Published online by Cambridge University Press: 11 May 2009
In May, 1933, during routine gonad examinations, a hermaphrodite specimen of Echinocardium cordatum was observed. It was collected in the sandy beach of Port Erin Bay at low water of ordinary spring tides, and was 4.7 cm. in length, which corresponds, in a normal specimen, to an age of about four years. The external colour was dark, although not more so than in other specimens in the batch, but the gonad was exceptionally pigmented—almost black. In this locality the colour of the test and gonad becomes progressively darker with increasing age, and affords some measure of the latter.

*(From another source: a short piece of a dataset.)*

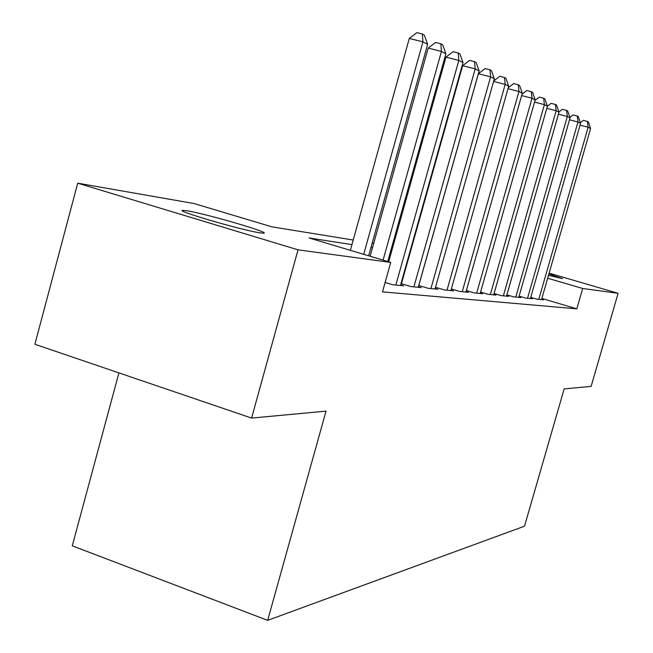 <?xml version="1.0" encoding="UTF-8"?>
<svg xmlns="http://www.w3.org/2000/svg" width="653" height="653" viewBox="0 0 653 653"><rect width="100%" height="100%" fill="white"/><g stroke="black" fill="none" stroke-linecap="round" stroke-linejoin="round"><path stroke-width="0.98" d="M548.895 273.942L562.535 278.635L548.496 275.346M260.269 232.884C242.932 230.574 171.812 209.776 183.224 210.38L187.011 210.805C205.932 213.686 273.117 233.35 263.347 233.178L260.269 232.884M118.919 372.896L72.271 545.826L267.665 620.35L524.522 526.179L564.168 388.902L591.128 386.388L618.113 293.303L582.688 288.487L547.671 278.219M267.665 620.35L326.035 411.129L251.601 418.083L34.887 344.278L77.715 183.183L194.145 203.565L271.926 226.852L353.232 240.026M530.742 297.368L536.864 299.188L543.418 299.849L541.623 299.311M519.111 296.136L525.518 298.054L532.391 298.739L530.505 298.184M506.899 294.846L513.625 296.862L520.833 297.58L518.866 296.993M494.068 293.491L501.145 295.605L508.711 296.364L506.638 295.752M480.567 292.054L488.02 294.291L495.97 295.091L493.799 294.438M466.356 290.552L474.2 292.903L482.575 293.744L480.281 293.058M451.354 288.952L459.639 291.442L468.47 292.332L466.054 291.605M435.518 287.263L444.26 289.908L453.59 290.838L451.043 290.071M418.753 285.475L428.017 288.275L437.869 289.263L435.184 288.446M400.991 283.573L410.81 286.553L421.25 287.598L418.402 286.732M385.123 282.455L392.559 284.716L403.636 285.826L400.615 284.912M351.951 244.614L309.098 237.978L390.731 262.424L382.487 291.867L576.819 308.845L541.868 298.437M402.942 278.407L402.46 278.358M401.611 283.141L401.13 283.092M251.601 418.083L298.029 249.83L77.715 183.183M549.124 273.142L618.113 293.303M576.819 308.845L582.688 288.487M390.731 262.424L298.029 249.83M409.904 253.584L409.431 253.511M391.751 250.776L390.788 250.621M372.471 247.789L370.961 247.552M372.21 243.096L373.712 243.34M391.996 246.303L392.959 246.459M410.606 249.315L411.08 249.397M363.697 254.327L422.915 41.874L427.658 44.331L368.659 255.813M350.359 250.336L409.3 38.429L422.915 41.874L422.369 34.021L424.27 35.025L427.658 44.331M409.3 38.429L416.932 32.65L422.369 34.021M383.082 260.131L441.436 51.448L445.885 53.75L387.743 261.526M370.112 256.245L428.197 48.085L441.436 51.448L440.848 43.808L442.636 44.755L445.885 53.75M428.197 48.085L435.559 42.469L440.848 43.808M395.832 285.051L458.822 60.435L463.01 62.598L400.452 285.508M388.666 261.804L445.942 57.146L458.822 60.435L458.21 52.999L459.892 53.889L463.01 62.598M445.942 57.146L453.068 51.693L458.21 52.999M413.888 286.855L475.188 68.892L479.131 70.924L418.238 287.296M401.448 283.712L462.642 65.684L475.188 68.892L474.551 61.651L476.135 62.492L479.131 70.924M462.642 65.684L469.54 60.378L474.551 61.651M430.923 288.569L490.615 76.866L494.337 78.784L435.029 288.977M418.802 285.492L478.396 73.724L490.615 76.866L489.962 69.814L491.448 70.606L494.337 78.784M478.396 73.724L485.073 68.565L489.962 69.814M447.011 290.177L505.185 84.392L508.703 86.204L450.897 290.569M493.717 80.972L499.749 76.295L504.508 77.519L505.185 84.392L493.595 81.405M504.508 77.519L505.92 78.262L508.703 86.204M462.242 291.703L518.964 91.51L522.294 93.232L465.924 292.079M508.254 87.796L513.625 83.608L518.27 84.8L518.964 91.51L508.001 88.677M518.27 84.8L519.6 85.51L522.294 93.232M476.666 293.156L532.015 98.252L535.166 99.885L480.159 293.507M521.992 94.277L526.775 90.538L531.305 91.706L532.015 98.252L521.625 95.567M531.305 91.706L532.57 92.375L535.166 99.885M490.362 294.527L544.39 104.651L547.385 106.202L493.676 294.862M535.011 100.44L539.247 97.117L543.671 98.26L544.39 104.651L534.538 102.097M543.671 98.26L544.88 98.897L547.385 106.202M503.373 295.833L556.152 110.724L558.992 112.202L506.524 296.152M547.353 106.3L551.091 103.362L555.425 104.48L556.152 110.724L546.79 108.292M555.425 104.48L556.568 105.084L558.992 112.202M515.756 297.074L567.335 116.503L570.045 117.907L518.751 297.376M558.935 112.014L562.364 109.304L566.6 110.398L567.335 116.503L558.429 114.185M566.6 110.398L567.686 110.977L570.045 117.907M527.542 298.258L577.978 122.005L580.566 123.344L530.407 298.543M569.898 117.491L573.105 114.961L577.244 116.038L577.978 122.005L569.506 119.793M577.244 116.038L578.28 116.585L580.566 123.344M538.79 299.384L588.133 127.253L590.598 128.527L541.525 299.654M580.354 122.723L583.341 120.356L587.39 121.409L588.133 127.253L580.052 125.139M587.39 121.409L588.377 121.931L590.598 128.527M183.224 210.38L183.02 211.139"/></g></svg>
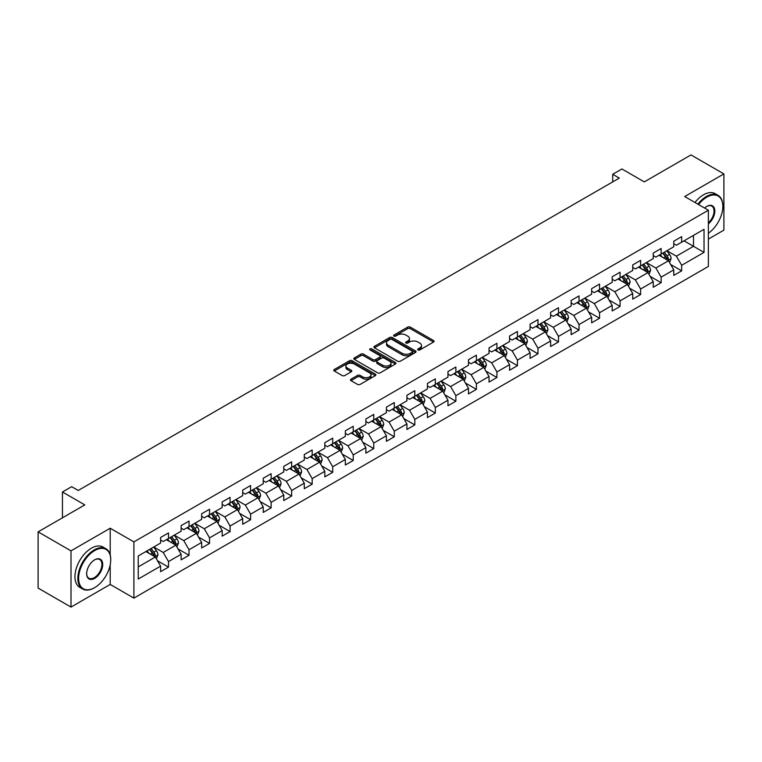 <?xml version="1.0" encoding="UTF-8"?>
<svg xmlns="http://www.w3.org/2000/svg" width="762" height="762" viewBox="0 0 762 762"><rect width="100%" height="100%" fill="white"/><g stroke="black" fill="none" stroke-linecap="round" stroke-linejoin="round"><path stroke-width="1.14" d="M418.014 349.948A1.276 0.733 0 0 0 419.824 349.948L433.54 342.024A1.829 1.057 0 0 0 434.073 341.281A1.829 1.057 0 0 0 433.54 340.538L410.299 327.117A1.829 1.057 0 0 0 407.708 327.117L393.992 335.042A1.276 0.733 0 0 0 393.611 335.556A1.276 0.733 0 0 0 393.992 336.08A1.276 0.733 0 0 0 395.792 336.08L397.573 335.051A5.848 3.372 0 0 1 405.841 335.051L407.775 336.175A5.848 3.372 0 0 1 409.489 338.557A5.848 3.372 0 0 1 407.775 340.947L406.003 341.976A1.276 0.733 0 0 0 405.622 342.49A1.276 0.733 0 0 0 406.003 343.014A1.276 0.733 0 0 0 407.803 343.014L409.585 341.995A5.848 3.372 0 0 1 417.852 341.995L419.786 343.11A5.848 3.372 0 0 1 421.5 345.491A5.848 3.372 0 0 1 419.786 347.882L418.014 348.91A1.276 0.733 0 0 0 417.633 349.425A1.276 0.733 0 0 0 418.014 349.948L418.014 348.91M351.015 379.162A1.829 1.057 0 0 0 350.472 379.905A1.829 1.057 0 0 0 351.015 380.657L357.53 384.419A1.829 1.057 0 0 0 360.121 384.419L375.361 375.618A1.829 1.057 0 0 0 375.895 374.875A1.829 1.057 0 0 0 375.361 374.132L352.111 360.712A1.829 1.057 0 0 0 349.529 360.712L334.289 369.503A1.829 1.057 0 0 0 333.746 370.256A1.829 1.057 0 0 0 334.289 370.999L342.167 375.542A1.829 1.057 0 0 0 344.748 375.542L351.272 371.78A1.829 1.057 0 0 0 351.806 371.037A1.829 1.057 0 0 0 351.272 370.284L347.367 368.036A4.886 2.819 0 0 1 345.929 366.036A4.886 2.819 0 0 1 348.948 363.436A4.886 2.819 0 0 1 354.273 364.046L369.58 372.885A4.886 2.819 0 0 1 371.008 374.875A4.886 2.819 0 0 1 367.989 377.485A4.886 2.819 0 0 1 362.664 376.866L360.121 375.399A1.829 1.057 0 0 0 357.53 375.399L351.015 379.162L351.015 380.657M708.374 239.097L723.9 230.134L723.9 173.907L691.001 154.924L644.29 181.889L621.925 168.974L612.715 174.288L619.296 178.089L78.229 490.471L71.657 486.67L62.446 491.985L62.446 517.817M110.204 554.907L110.204 528.228L70.999 550.859L38.1 531.866L84.811 504.901L62.446 491.985M110.204 528.228L133.893 541.896L708.374 210.226L708.374 266.443L133.893 598.113L133.893 541.896M723.9 173.907L684.686 196.548L708.374 210.226M397.697 361.226A1.829 1.057 0 0 0 400.288 361.226L415.528 352.435A1.829 1.057 0 0 0 416.062 351.682A1.829 1.057 0 0 0 415.528 350.939L392.278 337.518A1.829 1.057 0 0 0 389.696 337.518L374.456 346.319A1.829 1.057 0 0 0 373.923 347.062A1.829 1.057 0 0 0 374.456 347.805L397.697 361.226M370.513 350.225A1.276 0.733 0 0 1 371.808 350.406L395.421 364.036L380.2 372.828A1.829 1.057 0 0 1 377.619 372.828L354.368 359.407L360.893 355.663L360.893 354.149L354.368 357.911A1.829 1.057 0 0 0 353.835 358.654A1.829 1.057 0 0 0 354.368 359.407L354.368 357.911M360.893 355.663A1.829 1.057 0 0 1 363.474 355.663L363.474 354.149A1.829 1.057 0 0 0 360.893 354.149M363.474 354.149L372.904 359.588A1.829 1.057 0 0 0 375.485 359.588L379.809 357.092A1.829 1.057 0 0 0 380.352 356.349A1.829 1.057 0 0 0 379.809 355.597L369.999 349.929A1.276 0.733 0 0 1 369.627 349.406A1.276 0.733 0 0 1 370.408 348.729A1.276 0.733 0 0 1 371.808 348.891L395.44 362.531A1.829 1.057 0 0 1 395.973 363.284A1.829 1.057 0 0 1 395.44 364.026L395.44 362.531M70.999 550.859L70.999 607.076L38.1 588.093L38.1 531.866M157.505 560.775L168.497 567.119L168.497 561.575L181.127 554.279L181.127 559.832L189.024 555.269L189.024 549.726L201.654 542.43L201.654 547.973L209.55 543.42L209.55 537.877L222.18 530.581L222.18 536.124L230.076 531.571L230.076 526.018L242.707 518.731L242.707 524.275L250.603 519.713L250.603 514.169L263.233 506.882L263.233 512.426L271.129 507.863L271.129 502.32L283.759 495.024L283.759 500.577L291.656 496.014L291.656 490.471L304.286 483.175L304.286 488.718L312.182 484.165L312.182 478.622L324.812 471.326L324.812 476.869L332.708 472.316L332.708 466.763L345.338 459.476L345.338 465.02L353.235 460.467L353.235 454.914L365.865 447.627L365.865 453.171L373.761 448.608L373.761 443.065L386.391 435.769L386.391 441.322L394.287 436.759L394.287 431.216L406.918 423.92L406.918 429.463L414.814 424.91L414.814 419.367L427.444 412.071L427.444 417.614L435.34 413.061L435.34 407.518L447.97 400.221L447.97 405.765L455.867 401.212L455.867 395.659L468.497 388.372L468.497 393.916L476.393 389.353L476.393 383.81L489.033 376.514L489.033 382.067L496.919 377.504L496.919 371.961L509.559 364.665L509.559 370.208L517.446 365.655L517.446 360.112L530.085 352.816L530.085 358.359L537.972 353.806L537.972 348.263L550.612 340.966L550.612 346.51L558.498 341.957L558.498 336.404L571.138 329.117L571.138 334.661L579.025 330.098L579.025 324.555L591.664 317.259L591.664 322.812L599.561 318.249L599.561 312.706L612.191 305.41L612.191 310.963L620.087 306.4L620.087 300.857L632.717 293.56L632.717 299.104L640.613 294.551L640.613 289.008L653.244 281.711L653.244 287.255L661.14 282.702L661.14 277.149L673.77 269.862L673.77 275.406L681.666 270.843L681.666 265.3L704.031 252.384L704.031 229.295L693.506 235.372L693.506 246.307L704.031 252.384M168.497 567.119L160.601 571.681L160.601 566.137L138.236 579.044L138.236 555.955L160.601 543.039L160.601 537.496L168.497 532.933L168.497 538.477L181.127 531.19L181.127 525.647L189.024 521.084L189.024 526.628L201.654 519.341L201.654 513.788L209.55 509.235L209.55 514.779L222.18 507.482L222.18 501.939L230.076 497.386L230.076 502.93L242.707 495.633L242.707 490.09L250.603 485.527L250.603 491.08L263.233 483.784L263.233 478.241L271.129 473.678L271.129 479.222L283.759 471.935L283.759 466.392L291.656 461.829L291.656 467.373L304.286 460.086L304.286 454.533L312.182 449.98L312.182 455.524L324.812 448.227L324.812 442.684L332.708 438.131L332.708 443.675L345.338 436.378L345.338 430.835L353.235 426.272L353.235 431.825L365.865 424.529L365.865 418.986L373.761 414.423L373.761 419.967L386.391 412.68L386.391 407.137L394.287 402.574L394.287 408.118L406.918 400.831L406.918 395.278L414.814 390.725L414.814 396.269L427.444 388.972L427.444 383.429L435.34 378.876L435.34 384.419L447.97 377.123L447.97 371.58L455.867 367.017L455.867 372.57L468.497 365.274L468.497 359.731L476.393 355.168L476.393 360.712L489.033 353.425L489.033 347.882L496.919 343.319L496.919 348.863L509.559 341.576L509.559 336.023L517.446 331.47L517.446 337.014L530.085 329.717L530.085 324.174L537.972 319.621L537.972 325.164L550.612 317.868L550.612 312.325L558.498 307.762L558.498 313.315L571.138 306.019L571.138 300.476L579.025 295.913L579.025 301.466L591.664 294.17L591.664 288.627L599.561 284.064L599.561 289.608L612.191 282.321L612.191 276.768L620.087 272.215L620.087 277.759L632.717 270.462L632.717 264.919L640.613 260.366L640.613 265.909L653.244 258.613L653.244 253.07L661.14 248.517L661.14 254.06L673.77 246.764L673.77 241.221L681.666 236.658L681.666 242.211L704.031 229.295M166.392 539.696L175.87 545.163L163.23 552.46L153.762 546.992M160.601 540.001L163.23 541.515L168.497 538.477M163.23 552.46L168.497 561.575M175.87 545.163L181.127 554.279M186.919 527.847L196.396 533.314L183.756 540.61L174.288 535.134M181.127 528.152L183.756 529.666L189.024 526.628M183.756 540.61L189.024 549.726M196.396 533.314L201.654 542.43M207.445 515.998L216.922 521.465L204.283 528.761L194.815 523.284M201.654 516.303L204.283 517.817L209.55 514.779M204.283 528.761L209.55 537.877M216.922 521.465L222.18 530.581M227.971 504.139L237.449 509.616L224.809 516.903L215.341 511.435M222.18 504.444L224.809 505.968L230.076 502.93M224.809 516.903L230.076 526.018M237.449 509.616L242.707 518.731M248.498 492.29L257.975 497.767L245.335 505.054L235.868 499.586M242.707 492.595L245.335 494.119L250.603 491.08M245.335 505.054L250.603 514.169M257.975 497.767L263.233 506.882M269.024 480.441L278.501 485.908L265.871 493.204L256.394 487.737M263.233 480.746L265.871 482.26L271.129 479.222M265.871 493.204L271.129 502.32M278.501 485.908L283.759 495.024M289.55 468.592L299.028 474.059L286.398 481.355L276.92 475.888M283.759 468.897L286.398 470.411L291.656 467.373M286.398 481.355L291.656 490.471M299.028 474.059L304.286 483.175M310.077 456.743L319.554 462.21L306.924 469.506L297.447 464.029M304.286 457.048L306.924 458.562L312.182 455.524M306.924 469.506L312.182 478.622M319.554 462.21L324.812 471.326M330.603 444.884L340.081 450.361L327.45 457.648L317.973 452.18M324.812 445.189L327.45 446.713L332.708 443.675M327.45 457.648L332.708 466.763M340.081 450.361L345.338 459.476M351.13 433.035L360.607 438.512L347.977 445.799L338.499 440.331M345.338 433.34L347.977 434.864L353.235 431.825M347.977 445.799L353.235 454.914M360.607 438.512L365.865 447.627M371.656 421.186L381.133 426.653L368.503 433.949L359.026 428.482M365.865 421.491L368.503 423.005L373.761 419.967M368.503 433.949L373.761 443.065M381.133 426.653L386.391 435.769M392.182 409.337L401.66 414.804L389.03 422.1L379.552 416.633M386.391 409.642L389.03 411.156L394.287 408.118M389.03 422.1L394.287 431.216M401.66 414.804L406.918 423.92M412.709 397.488L422.186 402.955L409.556 410.251L400.079 404.774M406.918 397.793L409.556 399.307L414.814 396.269M409.556 410.251L414.814 419.367M422.186 402.955L427.444 412.071M433.235 385.639L442.712 391.106L430.082 398.393L420.605 392.925M427.444 385.934L430.082 387.458L435.34 384.419M430.082 398.393L435.34 407.518M442.712 391.106L447.97 400.221M453.761 373.78L463.239 379.257L450.609 386.544L441.131 381.076M447.97 374.085L450.609 375.609L455.867 372.57M450.609 386.544L455.867 395.659M463.239 379.257L468.497 388.372M474.288 361.931L483.765 367.398L471.135 374.694L461.658 369.227M468.497 362.236L471.135 363.76L476.393 360.712M471.135 374.694L476.393 383.81M483.765 367.398L489.033 376.514M494.814 350.082L504.292 355.549L491.661 362.845L482.184 357.378M489.033 350.387L491.661 351.901L496.919 348.863M491.661 362.845L496.919 371.961M504.292 355.549L509.559 364.665M515.341 338.233L524.818 343.7L512.188 350.996L502.71 345.519M509.559 338.538L512.188 340.052L517.446 337.014M512.188 350.996L517.446 360.112M524.818 343.7L530.085 352.816M535.867 326.384L545.344 331.851L532.714 339.138L523.237 333.67M530.085 326.679L532.714 328.203L537.972 325.164M532.714 339.138L537.972 348.263M545.344 331.851L550.612 340.966M556.393 314.525L565.871 320.002L553.241 327.289L543.763 321.821M550.612 314.83L553.241 316.354L558.498 313.315M553.241 327.289L558.498 336.404M565.871 320.002L571.138 329.117M576.92 302.676L586.397 308.143L573.767 315.439L564.29 309.972M571.138 302.981L573.767 304.505L579.025 301.466M573.767 315.439L579.025 324.555M586.397 308.143L591.664 317.259M597.446 290.827L606.923 296.294L594.293 303.59L584.816 298.123M591.664 291.132L594.293 292.646L599.561 289.608M594.293 303.59L599.561 312.706M606.923 296.294L612.191 305.41M617.972 278.978L627.45 284.445L614.82 291.741L605.342 286.264M612.191 279.283L614.82 280.797L620.087 277.759M614.82 291.741L620.087 300.857M627.45 284.445L632.717 293.56M638.508 267.129L647.976 272.596L635.346 279.883L625.869 274.415M632.717 267.424L635.346 268.948L640.613 265.909M635.346 279.883L640.613 289.008M647.976 272.596L653.244 281.711M659.035 255.27L668.503 260.747L655.872 268.034L646.395 262.566M653.244 255.575L655.872 257.099L661.14 254.06M655.872 268.034L661.14 277.149M668.503 260.747L673.77 269.862M684.028 240.84L693.506 246.307L676.399 256.184L666.921 250.717M673.77 243.726L676.399 245.25L681.666 242.211M676.399 256.184L681.666 265.3M70.999 607.076L110.204 584.444L133.893 598.113M612.715 174.288L612.715 181.889M138.236 566.89L155.343 557.012L145.866 551.545M155.343 557.012L160.601 566.137M670.674 264.5L681.666 270.843M650.148 276.358L661.14 282.702M629.622 288.207L640.613 294.551M609.095 300.057L620.087 306.4M588.569 311.906L599.561 318.249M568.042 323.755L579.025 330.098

The specimen was examined within half an hour of being collected, and portions of the gonad were fixed within ten minutes of being opened, so that fertilization and segmentation could not have advanced in the laboratory to the stage found. Smears from the gonad showed ova, of which about 50% were ripe, together with ripe spermatozoa. The gonoduct contained ripe ova, together with segmenting ova and early embryos. Figure 1 is a photograph of the contents of the gonoduct, taken immediately after opening, and showing ova with a four-cell stage and a blastula. Cultures were set up in sterile sea-water, from the contents of the gonoduct, and also from the gonad itself, as well as a control fertilization from normal urchins, and from all of these normal early plutei were reared. Those cultures from the hermaphrodite specimen did not, however, develop much further, possibly owing to premature fertilization in the abnormal conditions in the gonad.